Parsing HTML with PHP

There’s a long held bit of conventional wisdom that says you don’t want to parse HTML with regular expressions. While it’s a great way to learn regular expressions, it’s trivially easy to write something that’s only going to work correctly on a subset of all possible inputs.

For example, the first time you try to parse out an attribute you might do something like this

preg_match('%<td colspan="([0-9])"%', '<td colspan="5"', $matches);

That works great for the simple case, but it’s going to fail on things that look like this

<td border="0" colspan="5"
<td colspan = "5"
<td colspan="idontknowhtmlbutthisworks"

It’s not that it’s impossible to write a single regular expression that handles all these cases, but that doing so quickly becomes a full time job. Rather than working on your application or system, you’re working on your regular expression parsing, and writing code that’s fragile when it doesn’t have to be.

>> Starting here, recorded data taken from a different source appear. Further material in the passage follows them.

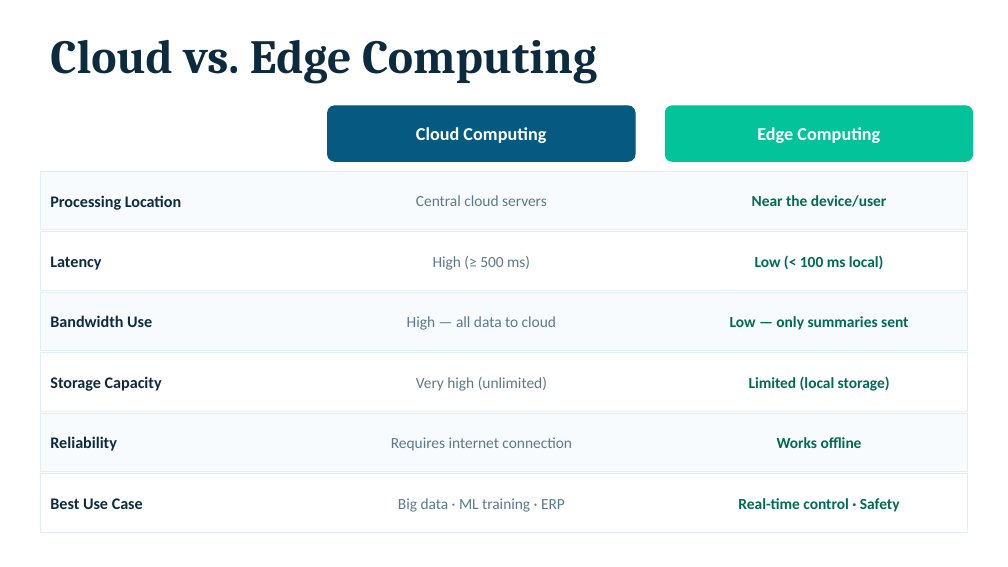
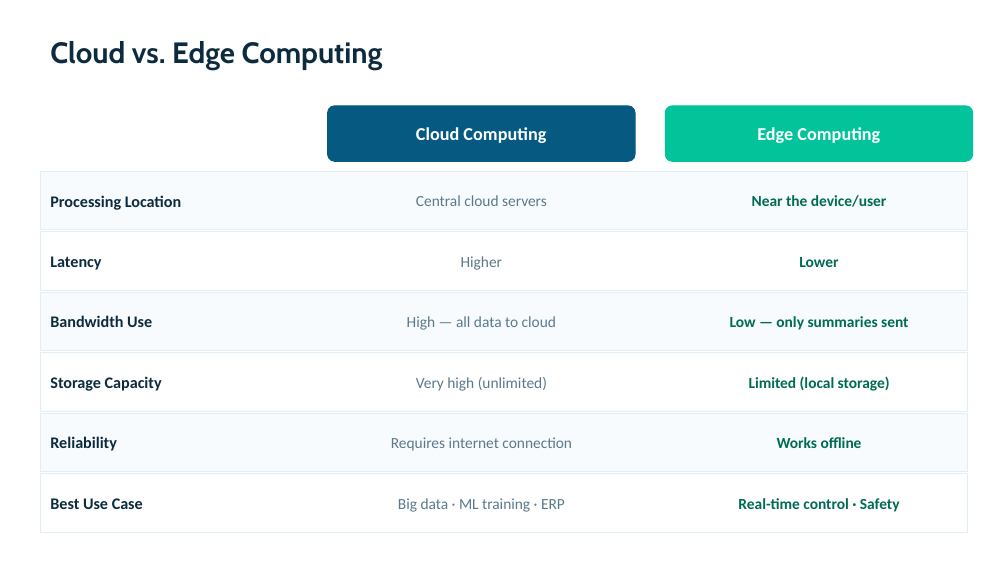
Before and after one commit to sohan2961/SS2026_ICS_Team_A5, a slide deck: slide 4 of Presentation/Edge_Computing_in_Industrial_Communication.pptx (slide 2 before the commit). Drawn at 1008x567 pixels with LibreOffice and Linux fonts; fonts in the diff are those of the drawing. Boxes give left, top, right and bottom in pixels: in the first picture for what was removed or moved away, otherwise in the second. Text is boxed around its words. In the diff, an @@ line names an element or a change of style, - is before the commit and + after.

Commit message:
Update Edge Computing PPTX

```diff
--- a/Presentation/Edge_Computing_in_Industrial_Communication.pptx
+++ b/Presentation/Edge_Computing_in_Industrial_Communication.pptx
@@ text "Cloud vs. Edge Computing" at [50,41,383,70]: size 45.3 to 28 pt, font Cambria to Cabin @@
@@ text at [461,256,502,270]: text changed @@
-High (≥ 500 ms)
+Higher
@@ text at [799,257,838,267]: text changed @@
-Low (< 100 ms local)
+Lower
```
Also in this commit, not shown: 11 other slides changed, 3 slides added, 1 slide removed, 2 other files.

This is one of the problems that XHTML was going to solve. With XHTML, all HTML is also XML, and XML is well formed by default (or else it’s not XML). Because XML is a well specified form, it’s possible to write a general parser that will handle all XML documents. As a programmer, you never have to answer the question “what should I do when I get unspecified input”.

The problem with XHTML as an authoring format is the same draconian error handling that certain programming types love. If you, as an author, make a single mistake when creating your document (or more commonly inserting content provided by others) the rendering of the document is supposed to fail.

This is unacceptable in a format meant to render to something that humans are going to read. It’s always better to see a partially mangled page that still has the information you’re looking for than it is to see a error saying the document can’t be displayed.

When the Mozilla team was faced with this dilemma they chose to take the following approach.

  1. If a document was delivered with a content-type of text/html, do NOT treat it as XML. Instead pass it through the HTML parsing routines even if it uses an XHTML DOCTYPE

  2. If a document was delivered with an explicit XHTML content-type (application/xhtml+xml), then treat it as XML with all the draconian error handling

Internet Explorer, on the other hand, decided early on that “application/xhtml+xml” content should prompt the user with a download dialog. Microsoft stuck with this decision in the name of backwards compatibility, which means actual XHTML parsed as XML in the browser was dead on arrival.

If you’re interested in learning more about how browsers handle HTML vs. XHTML and why, the first part of this article is a great place to start.

Parsing for Mortals

That still leaves us with the problem of parsing HTML documents with PHP. Regular expressions are unreliable, and XML parsers won’t work reliably because the document may not be valid XML.

One common approach is to take an HTML document and clean it up so it’s valid XHTML (and therefore valid XML) using the tidy extension. Tidy is a library that’s meant to cleanup poorly formated HTML, and can be used to transform a HTML document into valid XML.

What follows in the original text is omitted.